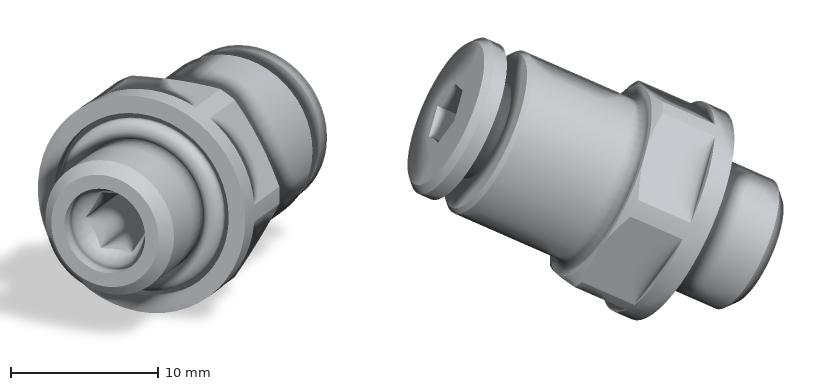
import cadquery as cq
import math

total_length = 24.1
flange_front = 5.98
hex_front = 7.5
hex_back = 12.0
barrel_back = 21.02
neck_cone_start = 22.32
collar_front = 22.6

stem_radius = 4.8
stem_chamfer = 0.8
flange_diameter = 15.5
flange_radius = flange_diameter / 2
barrel_radius = 6.0
barrel_chamfer = 0.3
barrel_fillet = 0.45
neck_radius = 3.55
neck_cone_radius = 3.74
collar_radius = 5.75
collar_chamfer = 0.48

hex_sides = 6
hex_across_flats = 14.0
hex_bevel_depth = 0.43
trim_clearance = 0.25

seal_tube_radius = 0.75
seal_outer_radius = 6.12
seal_center_radius = seal_outer_radius - seal_tube_radius
seal_protrusion = 0.67
seal_center_y = flange_front - seal_protrusion + seal_tube_radius
recess_depth = 2 * seal_tube_radius - seal_protrusion
recess_radius = 6.5

socket_across_flats = 4.0
counterbore_radius = 3.01
counterbore_depth = 1.13


def revolve_profile(profile):
    """Turn a closed (radius, y) profile about the Y axis."""
    return profile.close().revolve(360, (0, 0, 0), (0, 1, 0))


def hex_prism(across_flats, start, end):
    """Hexagonal prism along Y with flats facing +Z and -Z."""
    across_corners = across_flats / math.cos(math.pi / hex_sides)
    return (
        cq.Workplane("XZ", origin=(0, start, 0))
        .polygon(hex_sides, across_corners)
        .extrude(start - end)
    )


def make_turned_blank():
    """Stem, flange, barrel, neck and collar as one turned shape."""
    fillet_depth = barrel_fillet * (1 - math.sqrt(0.5))
    profile = (
        cq.Workplane("XY")
        .lineTo(stem_radius - stem_chamfer, 0)
        .lineTo(stem_radius, stem_chamfer)
        .lineTo(stem_radius, flange_front)
        .lineTo(flange_radius, flange_front)
        .lineTo(flange_radius, hex_back)
        .lineTo(barrel_radius + barrel_fillet, hex_back)
        .threePointArc(
            (barrel_radius + fillet_depth, hex_back + fillet_depth),
            (barrel_radius, hex_back + barrel_fillet),
        )
        .lineTo(barrel_radius, barrel_back - barrel_chamfer)
        .lineTo(barrel_radius - barrel_chamfer, barrel_back)
        .lineTo(neck_radius, barrel_back)
        .lineTo(neck_radius, neck_cone_start)
        .lineTo(neck_cone_radius, collar_front)
        .lineTo(collar_radius, collar_front)
        .lineTo(collar_radius, total_length - collar_chamfer)
        .lineTo(collar_radius - collar_chamfer, total_length)
        .lineTo(0, total_length)
    )
    return revolve_profile(profile)


def make_hex_trim():
    """Material to remove around the beveled wrench hexagon."""
    bevel = (
        cq.Workplane("XY")
        .moveTo(0, hex_front)
        .lineTo(flange_radius, hex_front)
        .lineTo(flange_radius, hex_back - hex_bevel_depth)
        .lineTo(hex_across_flats / 2, hex_back)
        .lineTo(0, hex_back)
    )
    wrench_hex = hex_prism(hex_across_flats, hex_front, hex_back).intersect(revolve_profile(bevel))
    sleeve = (
        cq.Workplane("XZ", origin=(0, hex_front, 0))
        .circle(flange_radius + trim_clearance)
        .extrude(hex_front - hex_back)
    )
    return sleeve.cut(wrench_hex)


def make_seal_recess():
    """Annular recess around the stem, with its floor under the seal."""
    return (
        cq.Workplane("XZ", origin=(0, flange_front, 0))
        .circle(recess_radius)
        .circle(stem_radius)
        .extrude(-recess_depth)
    )


def make_key_socket():
    """Counterbore with a 45 degree cone leading into a through hexagon."""
    cone_end_radius = socket_across_flats / 2
    cone_end = counterbore_depth + counterbore_radius - cone_end_radius
    entry = (
        cq.Workplane("XY")
        .lineTo(counterbore_radius, 0)
        .lineTo(counterbore_radius, counterbore_depth)
        .lineTo(cone_end_radius, cone_end)
        .lineTo(0, cone_end)
    )
    return revolve_profile(entry).union(hex_prism(socket_across_flats, 0, total_length))


def make_fitting(seal_ring):
    """Whole fitting, with a groove in the stem that matches the seal ring."""
    return (
        make_turned_blank()
        .cut(make_hex_trim())
        .cut(make_seal_recess())
        .cut(make_key_socket())
        .cut(seal_ring)
    )


def make_seal_ring():
    """O-ring seated on the recess floor and in the groove of the stem."""
    return (
        cq.Workplane("XY")
        .center(seal_center_radius, seal_center_y)
        .circle(seal_tube_radius)
        .revolve(360, (-seal_center_radius, 0, 0), (-seal_center_radius, 1, 0))
    )


seal_ring = make_seal_ring()
fitting = make_fitting(seal_ring)
result = cq.Compound.makeCompound([fitting.solids().val(), seal_ring.solids().val()])

### EXERCISE
Only the lines from the start of the records through the line containing "flange_radius = flange_diameter / 2" should be repeated, word for word, with the pictures left out.

### ANSWER TO THE PROBLEM
import cadquery as cq
import math

total_length = 24.1
flange_front = 5.98
hex_front = 7.5
hex_back = 12.0
barrel_back = 21.02
neck_cone_start = 22.32
collar_front = 22.6

stem_radius = 4.8
stem_chamfer = 0.8
flange_diameter = 15.5
flange_radius = flange_diameter / 2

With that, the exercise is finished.